EDIT: My first attempt was somehow broken and it showed frozen due to glPrimitiveBoundingBox. But debugging with debug symbols shown quite different stacktrace. Froze happens here all the times:
static bool
dri3_wait_for_event_locked(struct loader_dri3_drawable *draw)
{
xcb_generic_event_t *ev;
xcb_present_generic_event_t *ge;
xcb_flush(draw->conn);
/* Only have one thread waiting for events at a time */
if (draw->has_event_waiter) {
cnd_wait(&draw->event_cnd, &draw->mtx);
/* Another thread has updated the protected info, so retest. */
return true;
} else {
draw->has_event_waiter = true;
/* Allow other threads access to the drawable while we're waiting. */
mtx_unlock(&draw->mtx);
ev = xcb_wait_for_special_event(draw->conn, draw->special_event); <---- THIS LINE FROZE
mtx_lock(&draw->mtx);
draw->has_event_waiter = false;
cnd_broadcast(&draw->event_cnd);
}
if (!ev)
return false;
ge = (void *) ev;
dri3_handle_present_event(draw, ge);
return true;
}
Old report without debug symbols which shown frozen `glPrimitiveBoundingBox`
Unfortunately, I can not manage to gdb alacrity with debugging symbols. But at least I see alacrity stuck on `glPrimitiveBoundingBox` calls:#0 0x00007f43f327cabf in poll () from /usr/lib/libc.so.6
No symbol table info available.
#1 0x00007f43f33ad63b in ?? () from /usr/lib/libxcb.so.1
No symbol table info available.
#2 0x00007f43f33af45b in xcb_wait_for_special_event () from /usr/lib/libxcb.so.1
No symbol table info available.
#3 0x00007f43efe659f1 in glPrimitiveBoundingBox () from /usr/lib/libGLX_mesa.so.0
No symbol table info available.
#4 0x00007f43efe65b58 in glPrimitiveBoundingBox () from /usr/lib/libGLX_mesa.so.0
No symbol table info available.
#5 0x00007f43efe66d8e in glPrimitiveBoundingBox () from /usr/lib/libGLX_mesa.so.0
No symbol table info available.
#6 0x00007f43efe67cfc in glPrimitiveBoundingBox () from /usr/lib/libGLX_mesa.so.0
No symbol table info available.
#7 0x00007f43ee7dc2bb in ?? () from /usr/lib/dri/iris_dri.so
No symbol table info available.
#8 0x00007f43ee7de3f4 in ?? () from /usr/lib/dri/iris_dri.so
No symbol table info available.
#9 0x00007f43ee7ea56c in ?? () from /usr/lib/dri/iris_dri.so
No symbol table info available.
#10 0x00007f43ee7eabc9 in ?? () from /usr/lib/dri/iris_dri.so
No symbol table info available.
#11 0x00007f43ee80eb26 in ?? () from /usr/lib/dri/iris_dri.so
No symbol table info available.
#12 0x00007f43ee8136a4 in ?? () from /usr/lib/dri/iris_dri.so
People are reporting the problem only for Intel GPU. The range of affected Mesa is 18.3.0 - 20.0.4. It is huge. I would like to say it is a problem with the driver, but I found the same problem on both iris
and i965
.
Log files as attachment
In most cases, I found this line in dmesg during freeze:
[ 6600.003165] GpuWatchdog[1834]: segfault at 0 ip 0000559e7104dee2 sp 00007f12ee468600 error 6 in chrome[559e6d107000+7287000]

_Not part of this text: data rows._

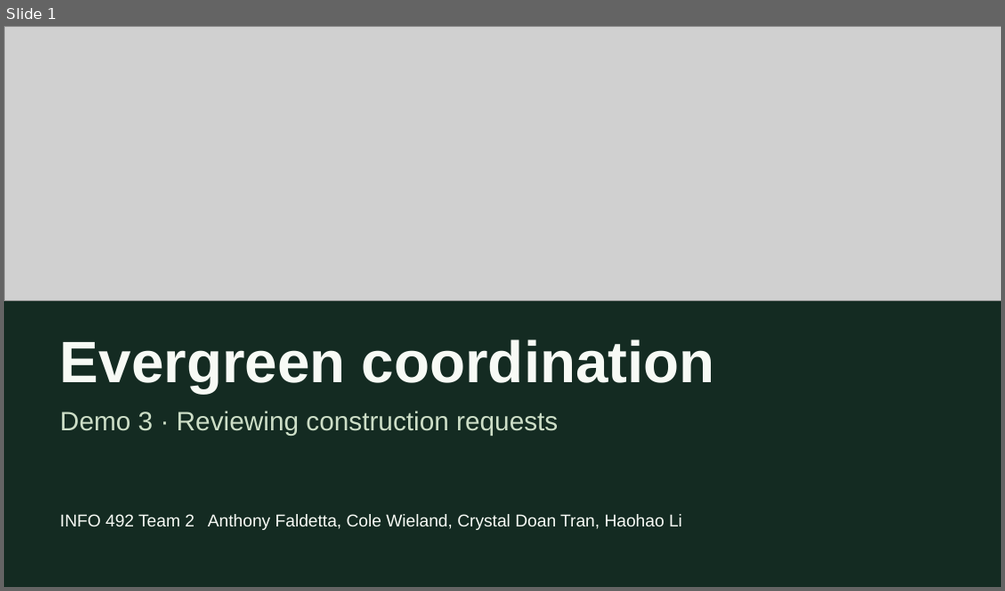
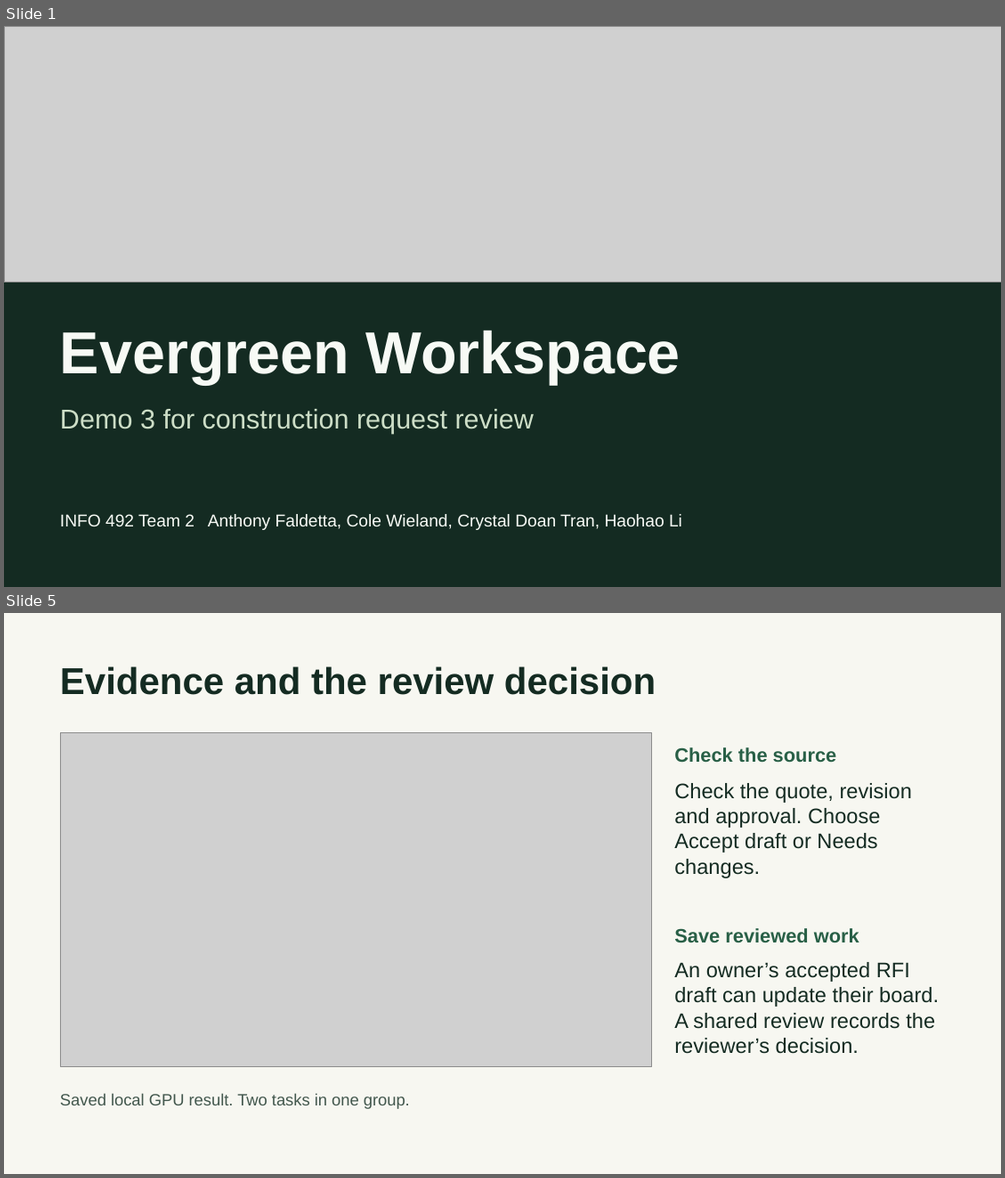
Before and after one commit to AnthonyFald/capstone-grp2, a slide deck: documents/demo-3/Demo 3 Presentation.pptx. Shown one above the other, each under a label of ours: slide 1 before the commit, slides 1 and 5 after it; the slides between them are not shown. The pictures are 1005x591 and 1005x1178 pixels, drawn with LibreOffice and Linux fonts; fonts in the diff are those of the drawing; grey boxes stand for pictures. Boxes give left, top, right and bottom in pixels: in the first picture for what was removed or moved away, otherwise in the second. Text is boxed around its words. In the diff, an @@ line names an element or a change of style, - is before the commit and + after.

Commit message:
Link live Evergreen accounts and revise Demo 3 presentation
Point the project homepage and legacy workspace landing at the verified Capstone Free sign-in. Show the signed-in intake and review workflow with actual local captures.

```diff
--- a/documents/demo-3/Demo 3 Presentation.pptx
+++ b/documents/demo-3/Demo 3 Presentation.pptx
@@ slide 5 added at (4,613,1001,1174), background #F7F7F1 @@
@@ text added at (60,666,655,695), 36 pt, text #142B22, bold @@
+Evidence and the review decision
@@ picture added at (60,733,652,1067) @@
@@ text added at (674,747,837,763), 18.8 pt, text #285F46, bold @@
+Check the source
@@ text added at (674,783,912,878), 20.2 pt, text #142B22 @@
+Check the quote, revision and approval. Choose Accept draft or Needs changes.
@@ text added at (674,928,859,943), 18.8 pt, text #285F46, bold @@
+Save reviewed work
@@ text added at (674,962,938,1054), 20.2 pt, text #142B22 @@
+An owner’s accepted RFI draft can update their board. A shared review records the reviewer’s decision.
@@ text added at (60,1093,410,1109), 15.8 pt, text #42574D @@
+Saved local GPU result. Two tasks in one group.
@@ slide 1 changed as well @@
@@ picture: place and size @@
-picture at (4,26,1001,301)
+picture at (4,26,1001,282)
@@ text at (60,329,680,384): text changed; size 56.2 to 57 pt @@
-Evergreen coordination
+Evergreen Workspace
@@ text at (60,409,534,434): text changed; size 25.5 to 26.2 pt @@
-Demo 3 · Reviewing construction requests
+Demo 3 for construction request review
```
Also in this commit, not shown: 5 other slides added, 5 slides removed, 7 other files.

Xorg logs are empty during the freeze.
Any extra information would be greatly appreciated
I am blacklisted Nvidia and nouveau kernel modules. I am using qtile. Other people with the same problems are using similar systems as Xmonad
I suppose it is far too little information. Please tell me what else I could check or debug, or try to do.